Linda P. Erickson, CFP®, is the president of Erickson Advisors and a registered principal offering securities through Cetera Advisor Networks, LLC, 336-274-9403 lindae@ericksonadvisors.net.
Some families talk about everything; other families talk only about the weather. Communication can be very hard, particularly about those subjects that remain “taboo” in many families. I’m speaking here about family finances, family wealth (or lack thereof), and what arrangements Mom and Dad have made for their end-of-life management.
If you don’t have the habit of discussing financial decisions with your children or haven’t developed that habit over the years, it will not be easy to start when the subject becomes critically important. Like any habit, financial communication should be practiced early and often. If you are working with a financial planner professional, you may be invited to set up a special family meeting to discuss those things that are difficult to bring up at a Thanksgiving dinner, a wedding or a funeral, events that bring families together.
Whether you set up a family meeting strictly for this purpose or you have a family that is comfortable discussing the subject, here are a few things that should be communicated – and verbalized – before an “event” makes the subject critically important.
Do you have a will and if so, (very important!) where is the original stored?
Do you have a Durable (Financial) Power of Attorney; if you have one, to whom have you given your Power of Attorney (POA)?
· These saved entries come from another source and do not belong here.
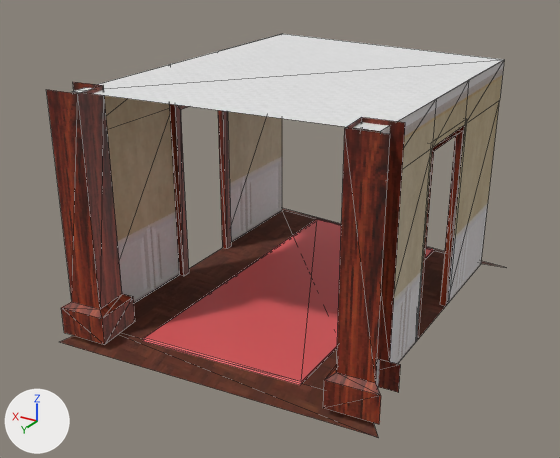
The glTF model assets/models/hallway_piece.glb as it was, and as the next commit left it.
Both versions are drawn from a 50 mm camera at (-3.82, 7.02, 4.17) aimed at (0.2, 0.33, 0.82). The axes (+X, +Y, +Z) are drawn at lower left. The lights are the same throughout. Mesh edges are drawn as thin lines. Vertices at the same position are counted once.

Objects in the first picture: 'carpet', 'hallway piece', 'pillars'.
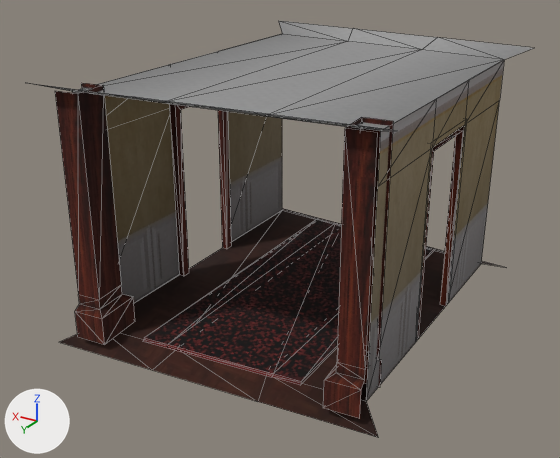
Boxes (x1, y1, x2, y2) around the edits, measured in the pictures (560 x 458 px):
'hallway piece', recoloured, reshaped (13% wider)
    before: (60, 34, 506, 437)
    after: (28, 21, 533, 437)
'pillars', recoloured, reshaped
    before: (47, 82, 405, 424)
    after: (55, 83, 393, 419)
part 1 of me_circle_005, added
    after: (28, 21, 533, 131)
part 2 of me_circle_005, added
    after: (60, 208, 506, 437)
part 3 of me_circle_004, built on
    both: (143, 219, 434, 385)
part 4 of me_circle_004, recoloured
    both: (300, 250, 434, 385)

The change, as a list of edits to the scene's bpy script:
```text
Change mat_hallway_wall:
    where n0 = _N.new('ShaderNodeBsdfPrincipled'); n0.name = 'Principled BSDF'
    add n0.inputs[2].default_value = 1.0  # 'Roughness'
    add n3 = _N.new('ShaderNodeMix'); n3.name = 'Mix'
    add n3.data_type = 'RGBA'
    add n3.blend_type = 'MULTIPLY'
    add n3.inputs[0].default_value = 1.0  # 'Factor'
    add n4 = _N.new('ShaderNodeVertexColor'); n4.name = 'Color Attribute'
    where n2 = _N.new('ShaderNodeTexImage'); n2.name = 'Image Texture'
    remove _L.new(n2.outputs[0], n0.inputs[0])  # 'Color' to 'Base Color'
    add _L.new(n3.outputs[2], n0.inputs[0])  # 'Result' to 'Base Color'
    add _L.new(n4.outputs[0], n3.inputs[7])  # 'Color' to 'B'
    add _L.new(n2.outputs[0], n3.inputs[6])  # 'Color' to 'A'
Change mat_wood_floor:
    add n3 = _N.new('ShaderNodeMix'); n3.name = 'Mix'
    add n3.data_type = 'RGBA'
    add n3.blend_type = 'MULTIPLY'
    add n3.inputs[0].default_value = 1.0  # 'Factor'
    add n4 = _N.new('ShaderNodeVertexColor'); n4.name = 'Color Attribute'
    where n2 = _N.new('ShaderNodeTexImage'); n2.name = 'Image Texture'
    where n0 = _N.new('ShaderNodeBsdfPrincipled'); n0.name = 'Principled BSDF'
    remove _L.new(n2.outputs[0], n0.inputs[0])  # 'Color' to 'Base Color'
    add _L.new(n3.outputs[2], n0.inputs[0])  # 'Result' to 'Base Color'
    add _L.new(n4.outputs[0], n3.inputs[7])  # 'Color' to 'B'
    add _L.new(n2.outputs[0], n3.inputs[6])  # 'Color' to 'A'
Change mat_funny_wood:
    where n0 = _N.new('ShaderNodeBsdfPrincipled'); n0.name = 'Principled BSDF'
    add n0.inputs[2].default_value = 1.0  # 'Roughness'
    add n3 = _N.new('ShaderNodeMix'); n3.name = 'Mix'
    add n3.data_type = 'RGBA'
    add n3.blend_type = 'MULTIPLY'
    add n3.inputs[0].default_value = 1.0  # 'Factor'
    add n4 = _N.new('ShaderNodeVertexColor'); n4.name = 'Color Attribute'
    where n2 = _N.new('ShaderNodeTexImage'); n2.name = 'Image Texture'
    remove _L.new(n2.outputs[0], n0.inputs[0])  # 'Color' to 'Base Color'
    add _L.new(n3.outputs[2], n0.inputs[0])  # 'Result' to 'Base Color'
    add _L.new(n4.outputs[0], n3.inputs[7])  # 'Color' to 'B'
    add _L.new(n2.outputs[0], n3.inputs[6])  # 'Color' to 'A'
Change mat_frabric_white:
    where n0 = _N.new('ShaderNodeBsdfPrincipled'); n0.name = 'Principled BSDF'
    add n0.inputs[2].default_value = 1.0  # 'Roughness'
    add n3 = _N.new('ShaderNodeMix'); n3.name = 'Mix'
    add n3.data_type = 'RGBA'
    add n3.blend_type = 'MULTIPLY'
    add n3.inputs[0].default_value = 1.0  # 'Factor'
    add n4 = _N.new('ShaderNodeVertexColor'); n4.name = 'Color Attribute'
    where n2 = _N.new('ShaderNodeTexImage'); n2.name = 'Image Texture'
    remove _L.new(n2.outputs[0], n0.inputs[0])  # 'Color' to 'Base Color'
    add _L.new(n3.outputs[2], n0.inputs[0])  # 'Result' to 'Base Color'
    add _L.new(n4.outputs[0], n3.inputs[7])  # 'Color' to 'B'
    add _L.new(n2.outputs[0], n3.inputs[6])  # 'Color' to 'A'
Add mat_vertex_color_noise:
    mat_vertex_color_noise = bpy.data.materials.new('vertex color noise')
    # uses the picture img_noise
Change me_circle_005:
    remove me_circle_005.from_pydata(...)  # 63 vertices, 64 faces; spans x -1.75..1.75, y -2.22..2.22, z -0.11..2.5
    add me_circle_005.from_pydata(...)  # 83 vertices, 92 faces; spans x -1.75..1.75, y -2.22..2.22, z -0.11..2.61
    me_circle_005 part 1: 12 vertices added at x -1.75..1.75, y -2.22..2.22, z 2.5..2.61
    me_circle_005 part 2: 8 vertices added at x -0.58..0.58, y -2.13..2.13, z -0.11..0.0
Change me_circle_004:
    remove me_circle_004.from_pydata(...)  # 8 vertices, 10 faces; spans x -0.86..0.9, y -1.88..1.88, z -0.01..0.02
    add me_circle_004.from_pydata(...)  # 16 vertices, 22 faces; spans x -0.86..0.9, y -1.88..1.88, z -0.01..0.02
    me_circle_004 part 3
    6 faces are deleted
    8 vertices are added at x -0.57..0.61, y -1.86..1.86, z -0.01..0.02
    18 new faces join them
    me_circle_004 part 4: 4 faces spanning x -0.86..0.9, y -1.88..1.88, z -0.01..0.02 switch from mat_hallway_carpet (red #e75f61) to mat_vertex_color_noise
Change me_circle_008:
    remove me_circle_008.from_pydata(...)  # 32 vertices, 36 faces; spans x -1.74..1.74, y 1.38..2.18, z 0.0..2.54
    add me_circle_008.from_pydata(...)  # 40 vertices, 48 faces; spans x -1.56..1.56, y 1.39..2.17, z 0.0..2.54
    me_circle_008 part 5
    4 vertices are removed from x -1.65..1.65, y 1.47..2.1, z 0.35
    16 faces are deleted
    12 vertices move from x -1.74..1.74, y 1.38..2.18, z 0.0..2.54 to x -1.56..1.56, y 1.39..2.17, z 0.0..2.54
    4 vertices are added at (-1.52, 1.47, 0.35), (1.55, 1.73, 0.35), (-1.55, 1.83, 0.35), (1.52, 2.09, 0.35)
    8 new vertices lie (0.0, 0.0, -2.08) away from vertices in x -1.65..1.65, y 1.47..2.1, z 2.54
    28 new faces join them
```

What are the triggering events that will require your POA to take over your financial affairs.
Do you have a Health Care Power of Attorney, and have you made end-of-life directions regarding life support, food, and hydration. This is perhaps the most important discussion to have since it is often where families have conflicting views of what should be done and when. Your physician will want to know to whom he or she should contact for decisions, and your family should be prepared to let that person carry out your wishes which they clearly understand because you have recorded them in your document and communicated them verbally.
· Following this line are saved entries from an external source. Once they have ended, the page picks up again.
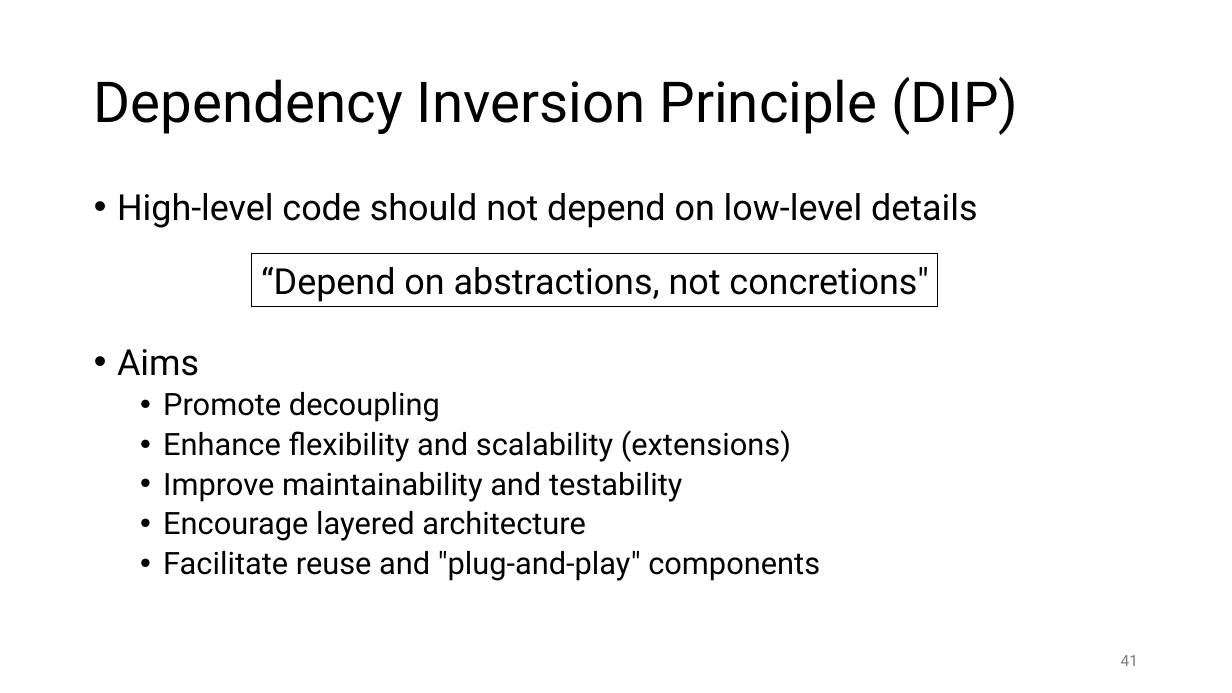
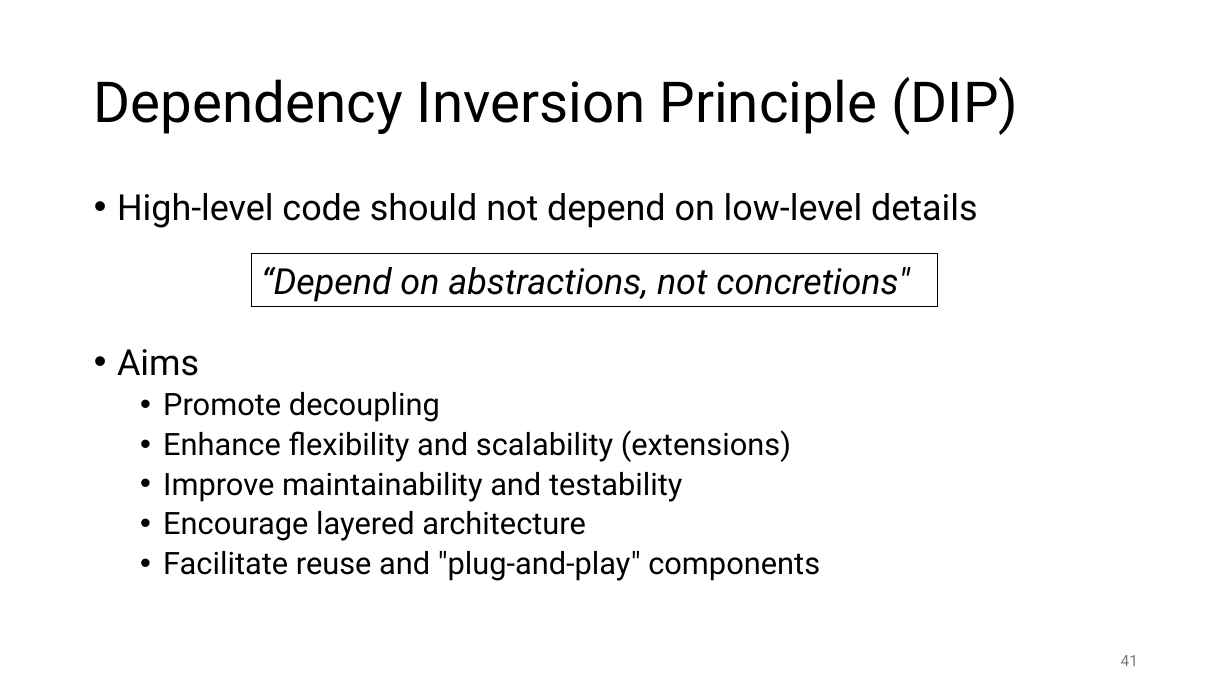
Before and after one commit to gjbex/C-plus-plus-software-engineering, a slide deck: slide 41 of cpp_software_engineering.pptx. Drawn at 1232x693 pixels with LibreOffice and Linux fonts; fonts in the diff are those of the drawing. Boxes give left, top, right and bottom in pixels: in the first picture for what was removed or moved away, otherwise in the second. Text is boxed around its words. In the diff, an @@ line names an element or a change of style, - is before the commit and + after.

```diff
--- a/cpp_software_engineering.pptx
+++ b/cpp_software_engineering.pptx
@@ rectangle "“Depend on abstractions, not concretions"" at <box>252,253,938,306</box>: italic on @@
```
Also in this commit, not shown: 3 other slides changed, 1 slide added.

On the strictly financial side, your POA must be selected for strength of personality and responsible ethics. You are giving this person the “keys” to bank and investment accounts, so he or she should be selected for good decision-making skills more than financial expertise.
I have worked with several families over the years who feel that as long as their wishes are clearly written down, all will be well at the end-of-life and after their death. Sadly, this is often not the case. Family dynamics can and do override the expressed wishes of the dying family member. Talking before you are too ill to explain your wishes is a very caring and responsible thing to do.